_Work instruction_
Across the entries below, how many lines contain the word "bold"? Give the number alone.

[Saved entries]
◇ ◇ ◇ ◇ ◇

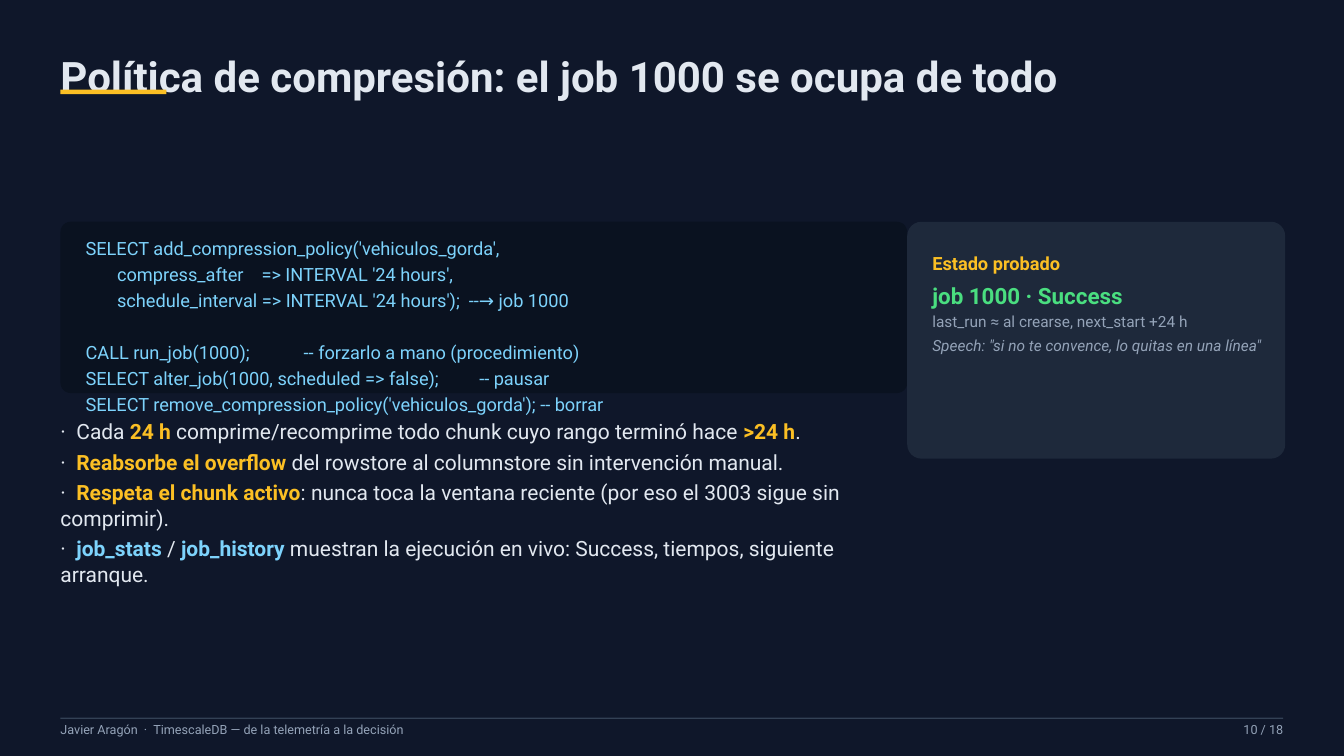
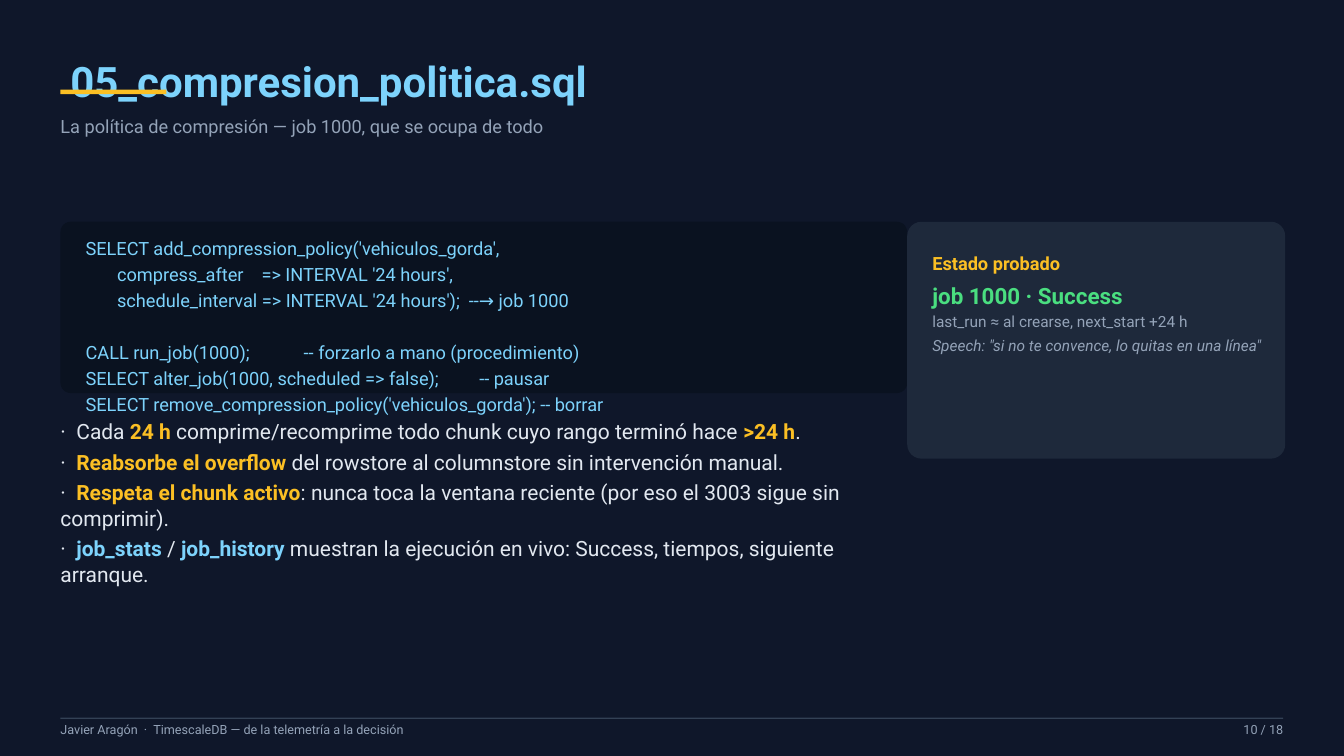
Before and after one commit to xavipuerto/autometrics-demo, a slide deck: slide 10 of presentacion/TimescaleDB-PPT-Javier.pptx. Drawn at 1344x756 pixels with LibreOffice and Linux fonts; fonts in the diff are those of the drawing. Boxes give left, top, right and bottom in pixels: in the first picture for what was removed or moved away, otherwise in the second. Text is boxed around its words. In the diff, an @@ line names an element or a change of style, - is before the commit and + after.

```diff
--- a/presentacion/TimescaleDB-PPT-Javier.pptx
+++ b/presentacion/TimescaleDB-PPT-Javier.pptx
@@ text added at <box>70,65,586,106</box>, 30 pt, text #7DD3FC, bold @@
+05_compresion_politica.sql
@@ text at <box>60,119,544,137</box>: text changed; size 30 to 13 pt; text colour #E2E8F0 to #94A3B8; bold off @@
-Política de compresión: el job 1000 se ocupa de todo
+La política de compresión — job 1000, que se ocupa de todo
```
Also in this commit, not shown: 15 other slides changed, 1 other file.

◇ ◇ ◇ ◇ ◇

_Answer section_
2